# Do You Think FAdom has changed over the years?



## superodalisque (Jul 31, 2010)

i've noticed that younger BBWs and Older ones have a differing perspective about FAs at times. Is it because of a difference in age or is it that maybe the nature of FAs has changed over the years? someone made a wonderful point. she said that in the past the internet was good at looking at people from a distance. now with social networking etc... the net is more inclined to bring people closer. i was wondering if that is why maybe younger FAs may be less inclined to objectify on the same level as older FAs were? what do yo think? are there any generational differences between older and younger FAs? are they any different? why do you think they are the same or different?


----------



## peppermint rhino (Oct 17, 2010)

I obviously can't speak for the older generations of FA's since I'm only 22, but I feel as though I kind of straddle the spectrum of old and new since the Internet really kind of blossomed in my lifetime, particularly my younger years.
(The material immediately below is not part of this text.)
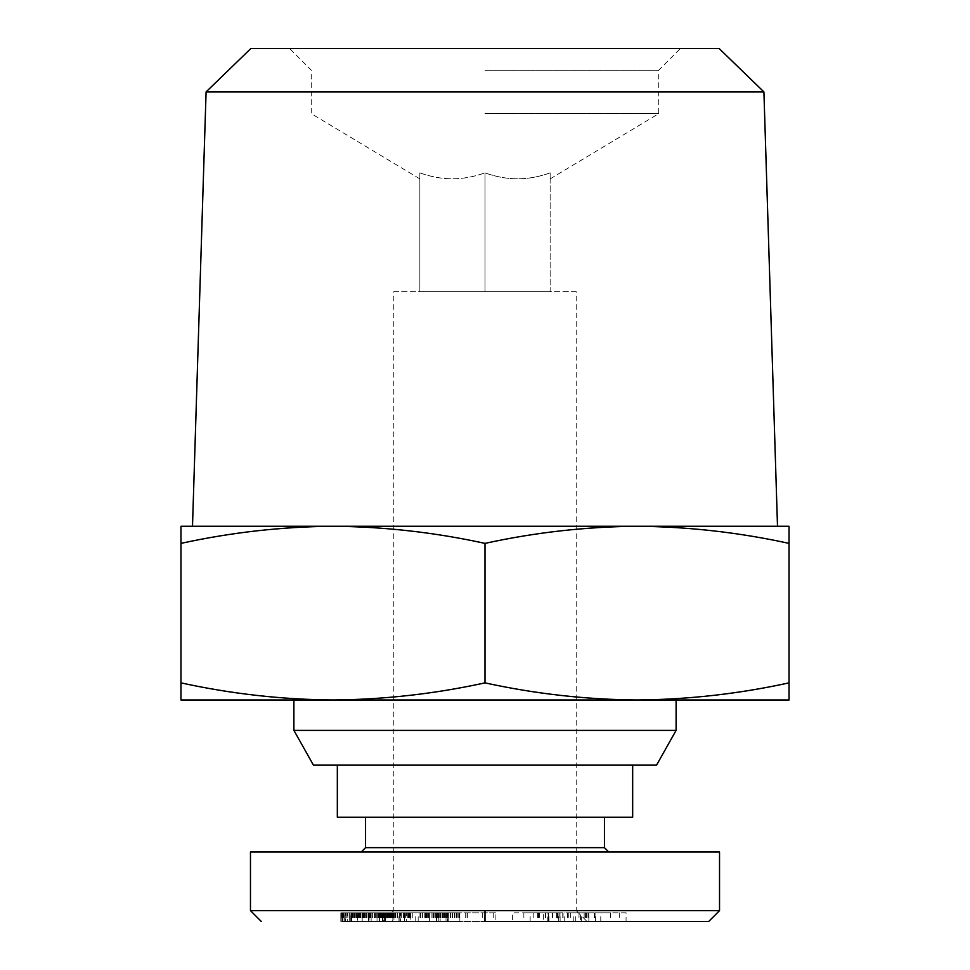 <?xml version="1.0" encoding="UTF-8"?>
<svg xmlns="http://www.w3.org/2000/svg" width="970" height="970" viewBox="0 0 970 970"><rect width="100%" height="100%" fill="white"/><g stroke="black" fill="none" stroke-linecap="round" stroke-linejoin="round"><path stroke-width="0.73" stroke-dasharray="4.85 3.64" d="M343.962 912.818L342.798 912.818L342.798 921.5L344.265 921.5L341.379 921.5L390.401 921.5L344.277 921.5L344.277 912.818L351.395 912.818L351.395 921.5L343.962 921.5M362.695 912.818L362.695 921.5L351.746 921.5L351.746 912.818L370.467 912.818L369.097 912.818L369.097 921.5L350.776 921.5L350.776 912.818L344.265 912.818L345.805 912.818L345.805 921.5M369.097 912.818L350.776 912.818M345.805 912.818L390.401 912.818L361.943 912.818L385.551 912.818L363.374 912.818L384.447 912.818L384.447 921.5L351.395 921.5L351.395 912.818L349.236 912.818L349.236 921.5M530.141 912.818L543.212 912.818L523.861 912.818L530.141 912.818L530.141 921.5L523.861 921.5L543.2 921.5L530.141 921.5M538.423 912.818L538.423 921.5M539.672 912.818L556.55 912.818L533.779 912.818L543.358 912.818L543.358 921.5L533.779 921.5L556.55 921.5L512.621 921.5L512.621 912.818L539.672 912.818L539.672 921.5M543.358 912.818L547.795 912.818L547.795 921.5L543.358 921.5M250.466 910.636L485 910.648L393.796 910.636L382.932 921.5L587.068 921.5L382.932 921.5M485 921.5L708.67 921.5L485 921.5M576.204 291.727L485 291.727L576.204 291.727L576.204 910.636L485 910.636L576.204 910.636L587.068 921.5M361.216 852.012L608.784 852.012M365.557 817.261L604.443 817.261L365.557 817.261M604.443 847.659L365.557 847.659M393.796 291.727L485 291.727L393.796 291.727L393.796 910.636L719.534 910.636M399.264 912.818L378.288 912.818L399.264 912.818L399.264 921.5L384.447 921.5M408.564 912.818L408.564 921.5L399.131 921.5L400.367 921.5L400.367 912.818L400.392 921.5L399.264 921.5M395.324 912.818L395.324 921.5M397.445 912.818L397.445 921.5M393.299 912.818L393.299 921.5M395.239 912.818L395.239 921.5M391.468 912.818L391.468 921.5M389.576 912.818L389.576 921.5M390.971 912.818L390.971 921.5M388.97 912.818L388.97 921.5M389.358 912.818L389.358 921.5M388.934 912.818L388.934 921.5M390.789 912.818L390.789 921.5M390.619 912.818L390.619 921.5M384.447 912.818L392.329 912.818L392.316 921.5L393.965 921.5L378.288 921.5L408.564 921.5M387.806 912.818L387.806 921.5M393.965 912.818L393.965 921.5L444.09 921.5L393.941 921.5L393.941 912.818L444.09 912.818L393.941 912.818M386.8 912.818L386.8 921.5M384.957 912.818L384.957 921.5M380.931 912.818L380.931 921.5M383.029 912.818L383.029 921.5L383.017 912.818M379.561 912.818L379.561 921.5M378.409 912.818L378.409 921.5M378.288 912.818L378.288 921.5M378.894 912.818L378.894 921.5M379.743 912.818L379.743 921.5M381.61 912.818L381.61 921.5M384.799 912.818L384.799 921.5M386.86 912.818L386.86 921.5M393.844 912.818L393.844 921.5M387.285 912.818L387.285 921.5M391.783 912.818L391.783 921.5M389.71 912.818L389.71 921.5M387.636 912.818L387.636 921.5M385.551 912.818L385.551 921.5L385.575 912.818M384.484 912.818L384.484 921.5M380.81 912.818L380.81 921.5M382.653 912.818L382.653 921.5M378.967 912.818L378.967 921.5M377.039 912.818L377.039 921.5L377.027 912.818M375.123 912.818L375.123 921.5M372.698 912.818L372.698 921.5M374.602 912.818L374.602 921.5M371.134 912.818L371.134 921.5L371.122 912.818M369.861 912.818L369.861 921.5M368.976 912.818L368.976 921.5M368.394 912.818L368.394 921.5M368.163 912.818L368.163 921.5M362.004 912.818L382.41 912.818L382.41 921.5L381.549 921.5L381.549 912.818L368.515 912.818L368.551 921.5L368.515 912.818L362.004 912.818L362.004 921.5M368.127 912.818L368.127 921.5M369.4 912.818L369.4 921.5M370.722 912.818L370.722 921.5M372.553 912.818L372.553 921.5M370.843 912.818L370.843 921.5M374.493 912.818L374.493 921.5M375.293 912.818L375.293 921.5M377.318 912.818L377.318 921.5M379.512 912.818L379.512 921.5L379.488 912.818M381.21 912.818L381.21 921.5M379.997 912.818L379.997 921.5M379.173 912.818L379.173 921.5M379.391 912.818L379.391 921.5M380.24 912.818L380.24 921.5M379.464 912.818L379.464 921.5M381.513 912.818L381.513 921.5M383.72 912.818L383.72 921.5M382.107 912.818L382.107 921.5M387.6 912.818L387.6 921.5M390.474 912.818L390.474 921.5M388.327 912.818L388.327 921.5M392.62 912.818L392.62 921.5M394.778 912.818L394.778 921.5M395.869 912.818L395.869 921.5M397.627 912.818L397.627 921.5M399.446 912.818L399.446 921.5M401.289 912.818L401.289 921.5M403.156 912.818L403.156 921.5M405.775 912.818L405.775 921.5M403.92 912.818L403.92 921.5M407.303 912.818L407.303 921.5M408.479 912.818L408.479 921.5M409.388 912.818L409.388 921.5M418.179 921.5L418.179 912.818L410.225 912.818L410.262 921.5L418.179 921.5L406.454 921.5L410.225 921.5L410.225 912.818L406.454 912.818L406.454 921.5M409.486 912.818L409.486 921.5M410.686 912.818L410.686 921.5M410.371 912.818L410.371 921.5M409.789 912.818L409.789 921.5M408.904 912.818L408.904 921.5M400.913 912.818L400.913 921.5M399.131 921.5L399.131 912.818M447.461 912.818L419.986 912.818L456.106 912.818L440.15 912.818L446.006 912.818L446.006 921.5L436.451 921.5L456.106 921.5L419.986 921.5L459.841 921.5L446.006 921.5L446.042 912.818L447.461 912.818L447.461 921.5M444.248 912.818L444.248 921.5M438.246 912.818L440.137 912.818L440.137 921.5L440.15 912.818L438.246 912.818L438.246 921.5M442.114 912.818L442.114 921.5M438.537 912.818L438.537 921.5M439.883 912.818L439.883 921.5M437.446 912.818L437.446 921.5M436.9 912.818L436.9 921.5L436.949 912.818M436.451 912.818L436.451 921.5L436.427 912.818M436.536 912.818L436.536 921.5M442.708 912.818L442.708 921.5M440.574 912.818L440.574 921.5M443.92 912.818L443.92 921.5M445.812 912.818L445.812 921.5M446.976 912.818L446.976 921.5M456.106 912.818L456.106 921.5M446.479 912.818L446.479 921.5M419.986 912.818L419.986 921.5M422.483 912.818L422.483 921.5M440.441 912.818L440.441 921.5M443.108 912.818L443.108 921.5M440.853 912.818L440.853 921.5M439.034 912.818L439.034 921.5M436.803 912.818L436.803 921.5M435.312 912.818L435.312 921.5M433.105 912.818L433.105 921.5M431.116 912.818L431.116 921.5M427.916 912.818L427.916 921.5M429.407 912.818L429.407 921.5L429.395 912.818M426.703 912.818L426.703 921.5M425.612 912.818L425.612 921.5M426.533 912.818L426.533 921.5M425.018 912.818L425.018 921.5M424.799 912.818L424.799 921.5M424.957 912.818L424.957 921.5M425.369 912.818L425.369 921.5M426.097 912.818L426.097 921.5M427.091 912.818L427.091 921.5M428.364 912.818L428.364 921.5M432.875 912.818L432.875 921.5M431.044 912.818L431.044 921.5M434.863 912.818L434.863 921.5M438.331 912.818L438.331 921.5M440.404 912.818L440.404 921.5M442.599 912.818L442.599 921.5M444.987 912.818L444.987 921.5M448.382 912.818L448.382 921.5M450.48 912.818L450.48 921.5M452.275 912.818L452.275 921.5M452.638 912.818L452.638 921.5M454.566 912.818L454.566 921.5M456.155 912.818L456.155 921.5M458.082 912.818L458.082 921.5M456.834 912.818L456.834 921.5M458.98 912.818L458.98 921.5M459.125 912.818L459.125 921.5M459.586 912.818L459.586 921.5M459.841 912.818L459.853 921.5L459.841 912.818M447.631 912.818L447.631 921.5M448.225 912.818L448.225 921.5L448.201 912.818M584.146 921.5L573.234 921.5L584.146 921.5L584.146 912.818L573.234 912.818L584.146 912.818M573.234 921.5L573.234 912.818M581.309 921.5L581.309 912.818M557.932 912.818L594.44 912.818L552.318 912.818L557.932 912.818L557.932 921.5L552.318 921.5L594.44 921.5L557.932 921.5M588.79 912.818L588.79 921.5M567.62 912.818L567.62 921.5M562.77 912.818L562.77 921.5M552.597 912.818L552.597 921.5M557.447 912.818L557.447 921.5M552.318 912.818L552.318 921.5M563.073 912.818L563.073 921.5M579.005 912.818L579.005 921.5M588.875 921.5L588.875 912.818M594.44 912.818L594.44 921.5M404.66 912.818L426.388 912.818L398.949 912.818L404.66 912.818L404.66 921.5L398.949 921.5L426.388 921.5L404.66 921.5M426.388 912.818L426.388 921.5M420.737 912.818L420.737 921.5M398.949 921.5L398.949 912.818M349.236 912.818L347.272 912.818L347.272 921.5M347.272 912.818L345.441 912.818L345.441 921.5M352.619 912.818L352.619 921.5M354.353 912.818L354.353 921.5M356.281 912.818L356.281 921.5M358.439 912.818L358.439 921.5M360.779 912.818L360.779 921.5M363.374 912.818L363.374 921.5M363.617 912.818L363.617 921.5M366.333 912.818L366.333 921.5M369.121 912.818L369.121 921.5M368.309 912.818L368.309 921.5M372.82 912.818L372.82 921.5M361.943 912.818L361.943 921.5M369.521 912.818L369.521 921.5M390.401 912.818L390.401 921.5M388.497 912.818L388.497 921.5M386.46 912.818L386.46 921.5M384.362 912.818L384.362 921.5M382.18 912.818L382.18 921.5M380.446 912.818L380.446 921.5M378.821 912.818L378.821 921.5M375.05 912.818L375.05 921.5M372.892 912.818L372.892 921.5M370.552 912.818L370.552 921.5M368.018 912.818L368.018 921.5M365.326 912.818L365.326 921.5M365.072 912.818L365.072 921.5M362.186 912.818L362.186 921.5L362.186 912.818M359.821 912.818L359.821 921.5M357.906 912.818L357.906 921.5M356.524 912.818L356.524 921.5M354.232 912.818L354.232 921.5M352.704 912.818L352.704 921.5M351.334 912.818L351.334 921.5M350.922 912.818L350.922 921.5M351.128 912.818L351.128 921.5M351.977 912.818L351.977 921.5M353.601 912.818L353.601 921.5M355.262 912.818L355.262 921.5M357.045 912.818L357.045 921.5M359.215 912.818L359.215 921.5M366.575 912.818L366.575 921.5M360.355 912.818L360.355 921.5M364.308 912.818L364.308 921.5M360.222 912.818L360.222 921.5M358.936 912.818L358.936 921.5M350.982 912.818L350.982 921.5M352.462 912.818L352.462 921.5M349.418 912.818L349.418 921.5M347.83 912.818L347.83 921.5M346.193 912.818L346.193 921.5M345.441 912.818L341.391 912.818L343.028 912.818L343.028 921.5M343.028 912.818L344.277 912.818M342.07 912.818L342.07 921.5M341.307 912.818L341.307 921.5M340.822 912.818L340.822 921.5L340.858 912.818M341.197 912.818L341.197 921.5M343.574 912.818L343.574 921.5M342.313 921.5L342.313 912.818M580.533 912.818L564.734 912.818L580.533 912.818L580.533 921.5L564.734 921.5L580.533 921.5M586.523 912.818L586.523 921.5M570.724 912.818L570.724 921.5M564.734 921.5L564.734 912.818M610.494 921.5L595.459 921.5L610.494 921.5L610.494 912.818L595.459 912.818L610.494 912.818M595.459 921.5L595.459 912.818M600.782 921.5L600.782 912.818M626.074 912.818L568.796 912.818L626.074 912.818L626.074 921.5L568.796 921.5L626.074 921.5M594.307 912.818L594.307 921.5M588.014 912.818L588.014 921.5M595.046 912.818L595.046 921.5M619.26 912.818L619.26 921.5M568.796 912.818L568.796 921.5M575.719 921.5L575.719 912.818M585.456 912.818L585.456 921.5M406.454 912.818L418.179 912.818M425.988 912.818L425.988 921.5M433.59 912.818L433.59 921.5M444.09 912.818L444.09 921.5M404.126 912.818L404.126 921.5M404.842 912.818L404.842 921.5M415.196 921.5L415.196 912.818M412.747 912.818L412.747 921.5M548.462 921.5L548.462 912.818L549.008 921.5L547.795 921.5M558.708 921.5L558.708 912.818L548.123 912.818L548.123 921.5L560.114 921.5L548.438 921.5M548.438 912.818L558.708 912.818M560.005 912.818L560.005 921.5M524.831 921.5L548.123 921.5M548.123 912.818L524.831 912.818M538.859 912.818L538.859 921.5M545.831 912.818L545.831 921.5M556.55 912.818L556.55 921.5M537.586 912.818L537.586 921.5M533.779 912.818L533.779 921.5M523.861 912.818L523.861 921.5M548.462 912.818L547.795 912.818M558.962 912.818L558.962 921.5M357.627 912.818L351.613 912.818L351.613 921.5L379.828 921.5L379.828 912.818L357.627 912.818L357.627 921.5M381.343 912.818L381.343 921.5L392.692 921.5L392.692 912.818L379.828 912.818M389.758 912.818L389.758 921.5M392.329 912.818L392.329 921.5M370.467 912.818L370.467 921.5L362.695 921.5M369.097 921.5L370.467 921.5M364.102 912.818L364.102 921.5M495.888 912.818L454.433 912.818L495.888 912.818L495.888 921.5L454.433 921.5L495.888 921.5M454.433 912.818L454.433 921.5M457.064 912.818L457.064 921.5M467.637 912.818L467.637 921.5M465.952 912.818L465.952 921.5M485.073 912.818L485.073 921.5M493.257 912.818L493.257 921.5M482.696 912.818L482.696 921.5M484.333 921.5L484.333 912.818M465.685 912.818L465.685 921.5M352.643 912.818L352.643 921.5M354.717 912.818L354.717 921.5M356.814 912.818L356.814 921.5M206.089 91.907L763.911 91.907M485 526.261L637.023 526.261M485 48.5L680.443 48.5L485 48.5M485 70.216L658.727 70.216L485 70.216M485 113.648L658.727 113.648L485 113.648M550.148 172.842C550.148 180.784 550.148 180.784 550.148 172.842C550.148 180.784 550.148 180.784 550.148 172.842C528.517 180.784 506.801 180.784 485 172.842C506.631 180.784 528.347 180.784 550.148 172.842L550.148 291.727L419.852 291.727L485 291.727L485 172.842L485 291.727L550.148 291.727L550.148 172.842M789.034 682.868C738.801 693.865 688.13 699.564 637.011 699.988C585.892 699.564 535.222 693.865 485 682.868L485 543.382C434.778 532.397 384.108 526.686 332.989 526.261L789.034 526.261L789.034 699.988L180.966 699.988M676.102 730.398L293.898 730.398M656.557 765.136L313.443 765.136M337.33 765.136L632.67 765.136L337.33 765.136M485 682.868C434.778 693.865 384.108 699.564 332.989 699.988C281.87 699.564 231.2 693.865 180.966 682.868L180.966 532.797M180.966 526.261L332.989 526.261M632.67 817.261L337.33 817.261M637.011 526.261C585.892 526.686 535.222 532.397 485 543.382M419.852 172.842L419.852 291.727L419.852 172.842C441.483 180.784 463.199 180.784 485 172.842C463.369 180.784 441.653 180.784 419.852 172.842C419.852 180.784 419.852 180.784 419.852 172.842C419.852 180.784 419.852 180.784 419.852 172.842M250.878 48.5L719.122 48.5M344.132 912.818L344.132 921.5M545.249 912.818L545.249 921.5M369.243 912.818L369.243 921.5M363.253 912.818L363.253 921.5M370.079 912.818L370.079 921.5M376.202 912.818L376.202 921.5M364.344 912.818L364.344 921.5M357.166 912.818L357.166 921.5M549.008 921.5L549.008 912.818M560.114 921.5L560.114 912.818M341.246 921.5L341.246 912.818M550.148 178.892L658.727 113.648L658.727 70.216L680.443 48.5M419.852 178.892L311.273 113.648L311.273 70.216L289.557 48.5"/><path stroke-width="1.45" d="M485 921.5L708.67 921.5L485 921.5L485 910.636L250.466 910.636L250.466 852.012L361.216 852.012L365.557 847.659L604.443 847.659L608.784 852.012L719.534 852.012L250.466 852.012M365.557 817.261L365.557 847.659M604.443 817.261L604.443 847.659M485 910.636L719.534 910.636L719.534 852.012M379.828 921.5L381.343 921.5M344.265 921.5L350.776 921.5M206.089 91.907L250.878 48.5L719.122 48.5L763.911 91.907L206.089 91.907L192.496 526.261M293.898 730.398L676.102 730.398L656.557 765.136L313.443 765.136L293.898 730.398L293.898 699.988M337.33 765.136L337.33 817.261L632.67 817.261L632.67 765.136M485 682.868L485 543.382C535.222 532.397 585.892 526.686 637.011 526.261L332.989 526.261C281.87 526.686 231.2 532.397 180.966 543.382C231.2 532.397 281.87 526.686 332.989 526.261L180.966 526.261L180.966 699.988L332.989 699.988C384.108 699.564 434.778 693.865 485 682.868C535.222 693.865 585.892 699.564 637.011 699.988C688.13 699.564 738.801 693.865 789.034 682.868L789.034 699.988L332.989 699.988C281.87 699.564 231.2 693.865 180.966 682.868L180.966 699.988M180.966 532.797L180.966 526.261M332.989 526.261C384.108 526.686 434.778 532.397 485 543.382M789.034 682.868L789.034 526.261L637.011 526.261C688.13 526.686 738.801 532.397 789.034 543.382C738.801 532.397 688.13 526.686 637.011 526.261M485 526.261L637.023 526.261M261.318 921.5L250.466 910.636M719.534 910.636L708.682 921.5M676.102 699.988L676.102 730.398M763.911 91.907L777.503 526.261"/></g></svg>

I feel like it depends on how one seeks to/winds up using the internet. I'll admit, I do use the internet for adult purposes, like I'm sure most guys (and probably girls) do. That being said, I always try to keep the thought in the back of my head that no matter how many pics I come across of anyone, until I meet them and have a good conversation with them, I really don't have the first clue what they're actually like. I don't really use any social networking sites for the purpose of trying to meet people, particularly women, simply because I feel like it wouldn't be received well. I just let my daily interactions and adventures do that for me. So as far as whether or not the internet has changed the way Fa's interact or perceive women, I really don't think so. I think no matter what, you're going to have guys that see women as little more than objects, and you're always going to have guys who realize that women are thinking, caring, and feeling individuals who they may or may not get along with, or who may or may not get along with or like them.


----------



## 1love_emily (Jan 1, 2011)

superodalisque said:


> i've noticed that younger BBWs and Older ones have a differing perspective about FAs at times. Is it because of a difference in age or is it that maybe the nature of FAs has changed over the years? someone made a wonderful point. she said that in the past the internet was good at looking at people from a distance. now with social networking etc... the net is more inclined to bring people closer. i was wondering if that is why maybe younger FAs may be less inclined to objectify on the same level as older FAs were? what do yo think? are there any generational differences between older and younger FAs? are they any different? why do you think they are the same or different?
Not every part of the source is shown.